_The problem_
Look through the data below for the line with "FLAT_RAMP_RUN = 1.2" and the line with "LIP_LEAN = 0.2", then output those two and all lines in between, exactly as written.

_Supplied records_
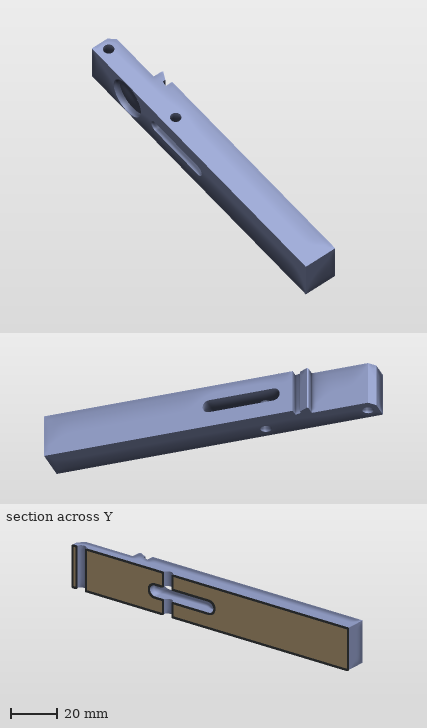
import cadquery as cq

length = 150.0
height = 20.0
body_depth = 16.2
nose_depth = 11.7
mid_height = height / 2

chamfer_x = 2.7
chamfer_y = 3.2

tooth_x = 28.5
tip_x = 29.0
tip_y = 16.6
step_x = 33.0
step_top_y = 14.5
step_bottom_y = 13.2
notch_x = 35.7
notch_y = 12.6

pin_diameter = 5.0
pin_y = 5.5
pin_positions_x = (4.8, 51.8)

pocket_diameter = 19.0
pocket_x = 24.9
pocket_depth = 3.2

slot_start_x = 41.7
slot_length = 35.4
slot_width = 6.0
slot_x = slot_start_x + slot_length / 2


def bar():
    """Bar outline with the chamfered nose and the tooth, extruded upwards."""
    outline = [
        (0, 0),
        (length, 0),
        (length, body_depth),
        (notch_x, body_depth),
        (notch_x, notch_y),
        (step_x, step_bottom_y),
        (step_x, step_top_y),
        (tip_x, tip_y),
        (tooth_x, tip_y - (tip_x - tooth_x)),
        (tooth_x, nose_depth),
        (chamfer_x, nose_depth),
        (0, nose_depth - chamfer_y),
    ]
    return cq.Workplane("XY").polyline(outline).close().extrude(height)


def pin_hole(x):
    return cq.Workplane("XY").center(x, pin_y).circle(pin_diameter / 2).extrude(height)


def pocket():
    plane = cq.Workplane("XZ").center(pocket_x, mid_height)
    return plane.circle(pocket_diameter / 2).extrude(-pocket_depth)


def slot():
    plane = cq.Workplane("XZ").center(slot_x, mid_height)
    return plane.slot2D(slot_length, slot_width).extrude(-body_depth)


result = bar().cut(pocket()).cut(slot())
for pin_x in pin_positions_x:
    result = result.cut(pin_hole(pin_x))
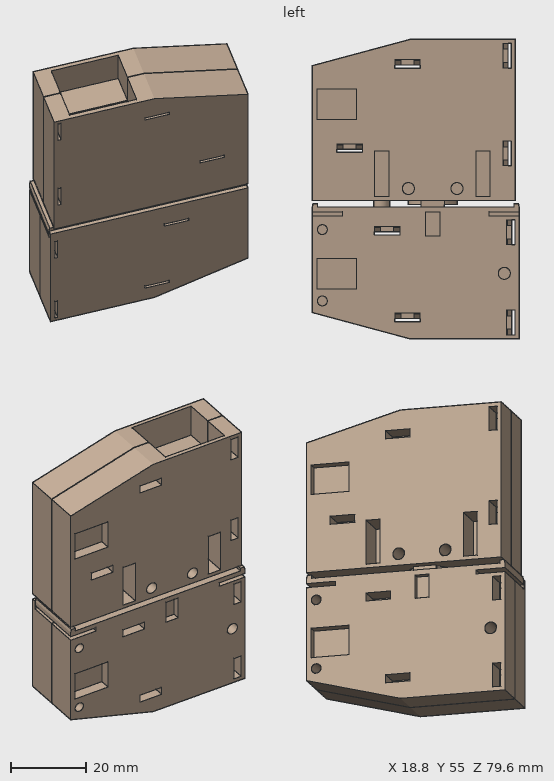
import cadquery as cq


WIDTH = 18.8
DEPTH = 55.0
HEIGHT = 79.6
SPLIT_GAP = 0.15
CENTER_X = WIDTH / 2
LEFT_END = CENTER_X - SPLIT_GAP / 2
RIGHT_START = CENTER_X + SPLIT_GAP / 2
LOWER_TOP = 35.1
UPPER_BOTTOM = 36.8
UPPER_FRONT = 1.0
SLOPE_RUN = 26.0
SLOPE_RISE = 7.0

POCKET_WALL = 1.2
POCKET_FRONT = 5.7
POCKET_BACK = 24.35
POCKET_DEPTH = 9.3

WINDOW_LENGTH = 10.5
WINDOW_HEIGHT = 8.1
WINDOW_DEPTH = 3.0
WINDOW_BACK_MARGIN = 1.3
UPPER_WINDOW_BOTTOM = 58.3
LOWER_WINDOW_BOTTOM = 13.2
TALL_SLOT_WIDTH = 3.8
TALL_SLOT_HEIGHT = 12.1
TALL_SLOT_BOTTOM = 37.8
TALL_SLOT_CENTERS_Y = (36.5, 9.6)
NICHE_HEIGHT = 6.4
NICHE_TOP = 33.7
NICHE_DEPTH = 2.0

BIG_HOLE_DIAMETER = 3.2
SMALL_HOLE_DIAMETER = 2.6
UPPER_BIG_HOLES = ((29.45, 39.95), (16.55, 39.95))
LOWER_BIG_HOLES = ((4.0, 17.4),)
LOWER_SMALL_HOLES = ((52.3, 29.05), (52.3, 10.1))

FLAT_SNAP_LENGTH = 6.8
UPRIGHT_SNAP_LENGTH = 6.5
SNAP_WIDTH = 2.2
BARB_THICKNESS = 1.4
BARB_REACH = 3.0
BARB_TIP = 0.2
FLAT_RAMP_RUN = 1.2
UPRIGHT_RAMP_RUN = 1.75
BARB_RIB_LENGTH = 3.5
UPPER_FLAT_SNAPS = ((29.7, 73.1), (45.05, 50.7))
UPPER_UPRIGHT_SNAPS = ((3.3, 75.2), (3.3, 49.3))
LOWER_FLAT_SNAPS = ((35.1, 28.7), (29.7, 5.7))
LOWER_UPRIGHT_SNAPS = ((2.3, 28.3), (2.3, 4.4))

CLEARANCE = 0.2
SIDE_WALL = 1.1
PLATE_END = WIDTH - SIDE_WALL
SLIT_BOTTOM = 32.6
SLIT_TOP = 33.75
SLIT_DEPTH = 8.0
LIP_TOP = 36.0
LIP_BACK = 1.4
LIP_LEAN = 0.2

KEY_LENGTH = 13.8
KEY_WIDTH = 6.2
KEY_Y = 23.0
DISC_DIAMETER = 13.05
DISC_BOTTOM = 35.7
POST_DIAMETER = 4.3
POST_Y = 36.5


def box(x, y, z):
    """Box between the two limits given for each axis."""
    size = (x[1] - x[0], y[1] - y[0], z[1] - z[0])
    return cq.Workplane("XY").box(*size, centered=False).translate((x[0], y[0], z[0]))


def extrude_side(points, x):
    """Prism along X from a (y, z) outline."""
    return cq.Workplane("YZ").polyline(points).close().extrude(x[1] - x[0]).translate((x[0], 0, 0))


def extrude_front(points, y):
    """Prism along Y from an (x, z) outline."""
    outline = cq.Workplane("XZ").polyline(points).close()
    return outline.extrude(y[0] - y[1]).translate((0, y[0], 0))


def upper_block(x):
    outline = [
        (UPPER_FRONT, UPPER_BOTTOM),
        (DEPTH, UPPER_BOTTOM),
        (DEPTH, HEIGHT - SLOPE_RISE),
        (DEPTH - SLOPE_RUN, HEIGHT),
        (UPPER_FRONT, HEIGHT),
    ]
    pocket = box(
        (POCKET_WALL, WIDTH - POCKET_WALL),
        (POCKET_FRONT, POCKET_BACK),
        (HEIGHT - POCKET_DEPTH, HEIGHT),
    )
    return extrude_side(outline, x).cut(pocket)


def lower_block(x):
    outline = [
        (0, 0),
        (DEPTH - SLOPE_RUN, 0),
        (DEPTH, SLOPE_RISE),
        (DEPTH, LOWER_TOP),
        (0, LOWER_TOP),
    ]
    return extrude_side(outline, x)


def window(bottom):
    back = DEPTH - WINDOW_BACK_MARGIN
    return box((0, WINDOW_DEPTH), (back - WINDOW_LENGTH, back), (bottom, bottom + WINDOW_HEIGHT))


def side_holes(centers, diameter):
    return cq.Workplane("YZ").pushPoints(centers).circle(diameter / 2).extrude(LEFT_END)


def place_flat(shape, center):
    """Move a snap shape modelled around the X axis to its (y, z) center."""
    return shape.translate((0, *center))


def place_upright(shape, center):
    """Turn a flat snap shape upright, its free side toward the front, and place it."""
    return place_flat(shape.rotate((0, 0, 0), (1, 0, 0), -90), center)


def centered_range(length):
    return (-length / 2, length / 2)


def snap_slot(length):
    return box((0, LEFT_END), centered_range(length), centered_range(SNAP_WIDTH))


def snap_gap(length):
    """Opening through the right shell, beside the barb."""
    bottom = -SNAP_WIDTH / 2
    opening = (bottom, bottom + SNAP_WIDTH - BARB_THICKNESS)
    return box((RIGHT_START, WIDTH), centered_range(length), opening)


def barb(length, ramp_run):
    """Wedge whose ramp spans ramp_run along X, and a square-ended rib at its middle."""
    tip_x = RIGHT_START - BARB_REACH
    top = SNAP_WIDTH / 2
    bottom = top - BARB_THICKNESS
    wedge_outline = [
        (RIGHT_START, top),
        (tip_x, top),
        (tip_x, top - BARB_TIP),
        (tip_x + ramp_run, bottom),
        (RIGHT_START, bottom),
    ]
    wedge = extrude_front(wedge_outline, centered_range(length))
    rib = box((tip_x, RIGHT_START), centered_range(BARB_RIB_LENGTH), (bottom, top))
    return wedge.union(rib)


def cut_snap_slots(shell, flat_centers, upright_centers):
    for center in flat_centers:
        shell = shell.cut(place_flat(snap_slot(FLAT_SNAP_LENGTH), center))
    for center in upright_centers:
        shell = shell.cut(place_upright(snap_slot(UPRIGHT_SNAP_LENGTH), center))
    return shell


def add_barbs(shell, flat_centers, upright_centers):
    for center in flat_centers:
        shell = shell.cut(place_flat(snap_gap(FLAT_SNAP_LENGTH), center))
        shell = shell.union(place_flat(barb(FLAT_SNAP_LENGTH, FLAT_RAMP_RUN), center))
    for center in upright_centers:
        shell = shell.cut(place_upright(snap_gap(UPRIGHT_SNAP_LENGTH), center))
        shell = shell.union(place_upright(barb(UPRIGHT_SNAP_LENGTH, UPRIGHT_RAMP_RUN), center))
    return shell


def make_upper_left_shell():
    shell = upper_block((0, LEFT_END)).cut(window(UPPER_WINDOW_BOTTOM))
    for center_y in TALL_SLOT_CENTERS_Y:
        slot_y = (center_y - TALL_SLOT_WIDTH / 2, center_y + TALL_SLOT_WIDTH / 2)
        slot_z = (TALL_SLOT_BOTTOM, TALL_SLOT_BOTTOM + TALL_SLOT_HEIGHT)
        shell = shell.cut(box((0, LEFT_END), slot_y, slot_z))
    shell = shell.cut(side_holes(UPPER_BIG_HOLES, BIG_HOLE_DIAMETER))
    return cut_snap_slots(shell, UPPER_FLAT_SNAPS, UPPER_UPRIGHT_SNAPS)


def make_upper_right_shell():
    shell = upper_block((RIGHT_START, WIDTH))
    return add_barbs(shell, UPPER_FLAT_SNAPS, UPPER_UPRIGHT_SNAPS)


def front_finger():
    """Springy strip above the front slit, with a lip whose front face leans back."""
    finger_outline = [
        (0, SLIT_TOP),
        (0, LOWER_TOP),
        (LIP_LEAN, LIP_TOP),
        (LIP_BACK, LIP_TOP),
        (LIP_BACK, LOWER_TOP),
        (SLIT_DEPTH, LOWER_TOP),
        (SLIT_DEPTH, SLIT_TOP),
    ]
    return extrude_side(finger_outline, (0, PLATE_END - CLEARANCE))


def front_clearance():
    """Space at the front that is emptied before the finger is put back."""
    return box((0, PLATE_END), (0, SLIT_DEPTH), (SLIT_BOTTOM, LOWER_TOP))


def mirror_to_back(shape):
    return shape.mirror("XZ", (0, DEPTH / 2, 0))


def coupling():
    """Key bar with a disc around it, and a round post behind."""
    key = box(
        (CENTER_X - KEY_LENGTH / 2, CENTER_X + KEY_LENGTH / 2),
        (KEY_Y - KEY_WIDTH / 2, KEY_Y + KEY_WIDTH / 2),
        (LOWER_TOP, UPPER_BOTTOM),
    )
    disc = cq.Workplane("XY", origin=(CENTER_X, KEY_Y, DISC_BOTTOM)).circle(DISC_DIAMETER / 2)
    post = cq.Workplane("XY", origin=(CENTER_X, POST_Y, LOWER_TOP)).circle(POST_DIAMETER / 2)
    disc = disc.extrude(UPPER_BOTTOM - DISC_BOTTOM)
    post = post.extrude(UPPER_BOTTOM - LOWER_TOP)
    return key.union(disc).union(post)


def make_lower_left_shell():
    plate = box((LEFT_END, PLATE_END), (0, DEPTH), (SLIT_BOTTOM + CLEARANCE, LOWER_TOP))
    shell = lower_block((0, LEFT_END)).union(plate)
    shell = shell.cut(front_clearance()).cut(mirror_to_back(front_clearance()))
    shell = shell.union(front_finger()).union(mirror_to_back(front_finger()))
    shell = shell.union(coupling())
    niche_y = (KEY_Y - TALL_SLOT_WIDTH / 2, KEY_Y + TALL_SLOT_WIDTH / 2)
    niche = box((0, NICHE_DEPTH), niche_y, (NICHE_TOP - NICHE_HEIGHT, NICHE_TOP))
    shell = shell.cut(window(LOWER_WINDOW_BOTTOM)).cut(niche)
    shell = shell.cut(side_holes(LOWER_BIG_HOLES, BIG_HOLE_DIAMETER))
    shell = shell.cut(side_holes(LOWER_SMALL_HOLES, SMALL_HOLE_DIAMETER))
    return cut_snap_slots(shell, LOWER_FLAT_SNAPS, LOWER_UPRIGHT_SNAPS)


def make_lower_right_shell():
    plate_recess = box((RIGHT_START, PLATE_END), (0, DEPTH), (SLIT_BOTTOM, LOWER_TOP))
    shell = lower_block((RIGHT_START, WIDTH)).cut(plate_recess)
    return add_barbs(shell, LOWER_FLAT_SNAPS, LOWER_UPRIGHT_SNAPS)


upper_left_shell = make_upper_left_shell()
upper_right_shell = make_upper_right_shell()
lower_left_shell = make_lower_left_shell()
lower_right_shell = make_lower_right_shell()

result = cq.Compound.makeCompound(
    [
        upper_left_shell.val(),
        upper_right_shell.val(),
        lower_left_shell.val(),
        lower_right_shell.val(),
    ]
)

_Answer to the problem_
FLAT_RAMP_RUN = 1.2
UPRIGHT_RAMP_RUN = 1.75
BARB_RIB_LENGTH = 3.5
UPPER_FLAT_SNAPS = ((29.7, 73.1), (45.05, 50.7))
UPPER_UPRIGHT_SNAPS = ((3.3, 75.2), (3.3, 49.3))
LOWER_FLAT_SNAPS = ((35.1, 28.7), (29.7, 5.7))
LOWER_UPRIGHT_SNAPS = ((2.3, 28.3), (2.3, 4.4))

CLEARANCE = 0.2
SIDE_WALL = 1.1
PLATE_END = WIDTH - SIDE_WALL
SLIT_BOTTOM = 32.6
SLIT_TOP = 33.75
SLIT_DEPTH = 8.0
LIP_TOP = 36.0
LIP_BACK = 1.4
LIP_LEAN = 0.2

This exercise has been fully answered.